Saturday, October 28, 2023

Threat Modeling for Software Development Kits (SDKs)

I generally don't ask for help in my blog, but writing up my questions here is the easiest way to share via social networks.

I was wondering if anyone could point me at an example or 2 off a formal threat model that was done on some Software Development Kit (SDK), that is a software library. Not a web service API, where the attack surface is more obvious, but a traditional library.

I would like to do one for OWASP ESAPI. The closest I’ve gotten to this in the past was this document I wrote in 2010: OWASP ESAPI for JavaEE 2.0: Design Goals in OWASP ESAPI Cryptography, which had at its roots lessons learned from a proprietary cryptographic key service that I lead my AppSec team to design for a former employer and for which I did a formal design goal, but only a minor part of that was an SDK.

A major reason why I’ve been thinking about it recently is because just last week, I published a new ESAPI Security Bulletin and an accompanying GitHub Security Advisory that had to do with File Uploads and in it, I tried to explain why ESAPI couldn’t do more. In that simplified explanation I tried (and most likely largely failed) to convey some of the major DoS related threats associated that we couldn’t account for unless ESAPI were to enforce particular use cases on developers. And therein lies the problem. I thought, it I had threat model to hold up and share with developers around various file upload use cases, I would have had a shot. But when you have a general purpose library that tries not to impose any specific use case, how do you go about describing a threat model for that? Even drawing a DFD for that is problematic as it likely would only be one of several possible ones. (E.g., for file uploads, authenticated vs anonymous file uploads are 2 very different use cases that in my opinion would have 2 very different threat models.)

I think it is obvious from a library of several general security controls like ESAPI which tries to provide controls that can be used to address most of the OWASP Top Ten, that one would first have to start by decomposing it into basic components such as authentication, authorization, data validation, output encoding, safe logging, cryptography, etc. and likely have to address it as a collection of several separate, much smaller threat models. Otherwise, you would never be able to deal with all the different abstractions in a context level DFD that would be simple enough and concrete enough for it to be comprehensible to anyone, much less developers. Part of the problem in fact is that several of the components (e.g., data validation, output encoders, safe logging to name just three) already deal only with “strings” as input and output and it is extremely difficult to relate a general string to usual concrete asset.

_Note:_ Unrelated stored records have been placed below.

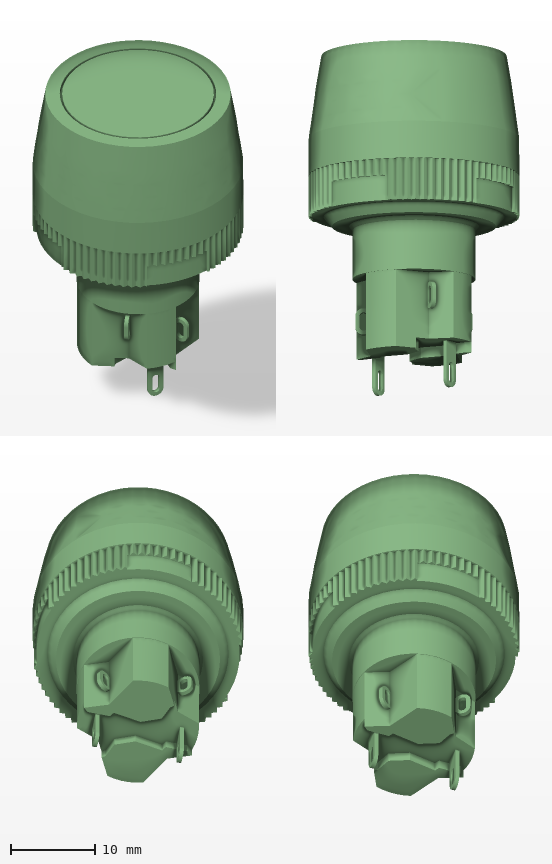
import cadquery as cq
import math

TOP_Z = 40.4
DOME_BASE_Z = 30.4
KNURL_TOP_Z = 25.95
RELIEF_TOP_Z = 24.0
KNURL_BASE_Z = 21.0
FLANGE_BASE_Z = 19.85
NECK_TOP_Z = 19.4
LOBE_TOP_Z = 13.5
RECESS_TOP_Z = 5.5
BODY_BASE_Z = 4.25

HEAD_RADIUS = 25.0 / 2
DOME_TOP_RADIUS = 22.0 / 2
DOME_BULGE = 0.1
KNURL_ROOT_RADIUS = 12.07
FLANGE_RADIUS = 21.5 / 2
FLANGE_BASE_RADIUS = 9.75
COLLAR_RADIUS = 7.7
NECK_RADIUS = 14.6 / 2
LOBE_RADIUS = 14.5 / 2

GROOVE_OUTER_RADIUS = 18.57 / 2
GROOVE_INNER_RADIUS = 18.0 / 2
GROOVE_DEPTH = 0.6

TOOTH_COUNT = 78
FIRST_TOOTH_ANGLE = 0.92
RELIEF_WIDTH = 7.8

SIDE_LOBE_HALF_WIDTH = 1.9
FRONT_LOBE_HALF_WIDTH = 2.2
CHANNEL_ROOT_X = 4.2
CHANNEL_ROOT_Y = 3.0

FOOT_END = (-3.45, 4.55)
FOOT_SHOULDER = (-3.0, 4.2)
FOOT_INNER_CORNER = (-2.35, 2.42)
FOOT_NICK = (3.4, 1.98)
SLOT_HALF_WIDTH = 1.4
SLOT_LEDGE_X = 3.7
SLOT_MOUTH_X = 6.42

TERMINAL_THICKNESS = 0.5
TERMINAL_WIDTH = 1.95
EYE_WIDTH = 0.93
EYE_MARGIN = (TERMINAL_WIDTH - EYE_WIDTH) / 2
PIN_X = 5.13
PIN_EYE_HEIGHT = 2.5
PIN_EMBEDDED_LENGTH = 0.8
TAB_HEIGHT = 3.2
TAB_X = 4.9
TAB_Y = 3.47
TAB_ANGLE = 34.0
TAB_LOW_Z = 8.35
TAB_HIGH_Z = 10.6


def polar(radius, angle):
    return (radius * math.cos(angle), radius * math.sin(angle))


def head_and_neck():
    dome_middle = (
        (HEAD_RADIUS + DOME_TOP_RADIUS) / 2 + DOME_BULGE,
        (DOME_BASE_Z + TOP_Z) / 2,
    )
    body = (
        cq.Workplane("XZ")
        .moveTo(0, LOBE_TOP_Z)
        .lineTo(NECK_RADIUS, LOBE_TOP_Z)
        .lineTo(NECK_RADIUS, NECK_TOP_Z)
        .lineTo(COLLAR_RADIUS, FLANGE_BASE_Z)
        .lineTo(FLANGE_BASE_RADIUS, FLANGE_BASE_Z)
        .lineTo(FLANGE_RADIUS, KNURL_BASE_Z)
        .lineTo(KNURL_ROOT_RADIUS, KNURL_BASE_Z)
        .lineTo(KNURL_ROOT_RADIUS, KNURL_TOP_Z)
        .lineTo(HEAD_RADIUS, KNURL_TOP_Z)
        .lineTo(HEAD_RADIUS, DOME_BASE_Z)
        .threePointArc(dome_middle, (DOME_TOP_RADIUS, TOP_Z))
        .lineTo(0, TOP_Z)
        .close()
        .revolve(360, (0, 0, 0), (0, 1, 0))
    )
    groove = (
        cq.Workplane("XY", origin=(0, 0, TOP_Z - GROOVE_DEPTH))
        .circle(GROOVE_OUTER_RADIUS)
        .circle(GROOVE_INNER_RADIUS)
        .extrude(GROOVE_DEPTH)
    )
    return body.cut(groove)


def knurl():
    pitch = 2 * math.pi / TOOTH_COUNT
    outline = []
    for tooth in range(TOOTH_COUNT):
        crest = math.radians(FIRST_TOOTH_ANGLE) + tooth * pitch
        outline.append(polar(HEAD_RADIUS, crest))
        outline.append(polar(KNURL_ROOT_RADIUS, crest + pitch / 2))
    ring = (
        cq.Workplane("XY", origin=(0, 0, KNURL_BASE_Z))
        .polyline(outline)
        .close()
        .extrude(KNURL_TOP_Z - KNURL_BASE_Z)
    )
    relief_height = RELIEF_TOP_Z - KNURL_BASE_Z
    relief_plane = cq.Workplane("XY", origin=(0, 0, KNURL_BASE_Z))
    bar_length = 3 * HEAD_RADIUS
    bars = relief_plane.rect(bar_length, RELIEF_WIDTH).extrude(relief_height)
    bars = bars.union(relief_plane.rect(RELIEF_WIDTH, bar_length).extrude(relief_height))
    core = relief_plane.circle(KNURL_ROOT_RADIUS).extrude(relief_height)
    return ring.cut(bars.cut(core))


def lobed_body():
    height = LOBE_TOP_Z - BODY_BASE_Z
    base = cq.Workplane("XY", origin=(0, 0, BODY_BASE_Z))
    body = base.circle(LOBE_RADIUS).extrude(height)
    side_x = math.sqrt(LOBE_RADIUS**2 - SIDE_LOBE_HALF_WIDTH**2)
    front_y = math.sqrt(LOBE_RADIUS**2 - FRONT_LOBE_HALF_WIDTH**2)
    far = 2 * LOBE_RADIUS
    for sx in (-1, 1):
        for sy in (-1, 1):
            outline = [
                (sx * side_x, sy * SIDE_LOBE_HALF_WIDTH),
                (sx * CHANNEL_ROOT_X, sy * CHANNEL_ROOT_Y),
                (sx * FRONT_LOBE_HALF_WIDTH, sy * front_y),
                (sx * FRONT_LOBE_HALF_WIDTH, sy * far),
                (sx * far, sy * far),
                (sx * far, sy * SIDE_LOBE_HALF_WIDTH),
            ]
            body = body.cut(base.polyline(outline).close().extrude(height))
    return body.cut(underside_recess(side_x))


def underside_recess(side_x):
    foot_edge = [
        FOOT_END,
        FOOT_SHOULDER,
        FOOT_INNER_CORNER,
        (0, SLOT_HALF_WIDTH),
        FOOT_NICK,
        (SLOT_LEDGE_X, SLOT_HALF_WIDTH),
        (SLOT_MOUTH_X, SLOT_HALF_WIDTH),
        (side_x, SIDE_LOBE_HALF_WIDTH),
    ]
    far = 2 * LOBE_RADIUS
    half = foot_edge + [(far, SIDE_LOBE_HALF_WIDTH), (far, -FOOT_END[1])]
    outline = half + [(-x, -y) for x, y in half]
    return (
        cq.Workplane("XY", origin=(0, 0, BODY_BASE_Z))
        .polyline(outline)
        .close()
        .extrude(RECESS_TOP_Z - BODY_BASE_Z)
    )


def pin(x):
    """Long terminal with a round tip, standing in the YZ plane."""
    radius = TERMINAL_WIDTH / 2
    top = RECESS_TOP_Z + PIN_EMBEDDED_LENGTH
    eye_z = EYE_MARGIN + PIN_EYE_HEIGHT / 2
    blade = (
        cq.Workplane("YZ")
        .moveTo(-radius, top)
        .lineTo(-radius, radius)
        .threePointArc((0, 0), (radius, radius))
        .lineTo(radius, top)
        .close()
        .extrude(TERMINAL_THICKNESS / 2, both=True)
    )
    eye = (
        cq.Workplane("YZ")
        .center(0, eye_z)
        .slot2D(PIN_EYE_HEIGHT, EYE_WIDTH, 90)
        .extrude(TERMINAL_THICKNESS, both=True)
    )
    return blade.cut(eye).translate((x, 0, 0))


def tab(sx, sy, z):
    """Short stadium-shaped terminal rooted in one corner channel."""
    blade = (
        cq.Workplane("XZ")
        .slot2D(TAB_HEIGHT, TERMINAL_WIDTH, 90)
        .slot2D(TAB_HEIGHT - 2 * EYE_MARGIN, EYE_WIDTH, 90)
        .extrude(TERMINAL_THICKNESS / 2, both=True)
    )
    turned = blade.rotate((0, 0, 0), (0, 0, 1), sx * sy * TAB_ANGLE)
    return turned.translate((sx * TAB_X, sy * TAB_Y, z))


result = head_and_neck().union(knurl()).union(lobed_body())
for side in (-1, 1):
    result = result.union(pin(side * PIN_X))
    result = result.union(tab(side, side, TAB_LOW_Z))
    result = result.union(tab(side, -side, TAB_HIGH_Z))

An example of this is ESAPI’s Logger component which attempts to provide “safe logging”, where “safe logging” in meant to 1) prevent “Log Forging” (aka, “Log Injection”), that is CWE-117 as well as 2) provide some level of basic attention against XSS attack strings inserted into logs that may be viewed in via HTML browser. However, one thing that ESAPI’s Logger and its concept of “safe logging” does not address at all is to prevent sensitive / confidential information ending up in log files. Given that the tainted input to the methods are general Java Strings, it is not possible to look at those in the context free manner that ESAPI sees them to know if it is in fact sensitive data that should not be placed into a log. That potentially could be don’t with a slightly different interface or customization by application developers, but seems a stretch for a general purpose security library.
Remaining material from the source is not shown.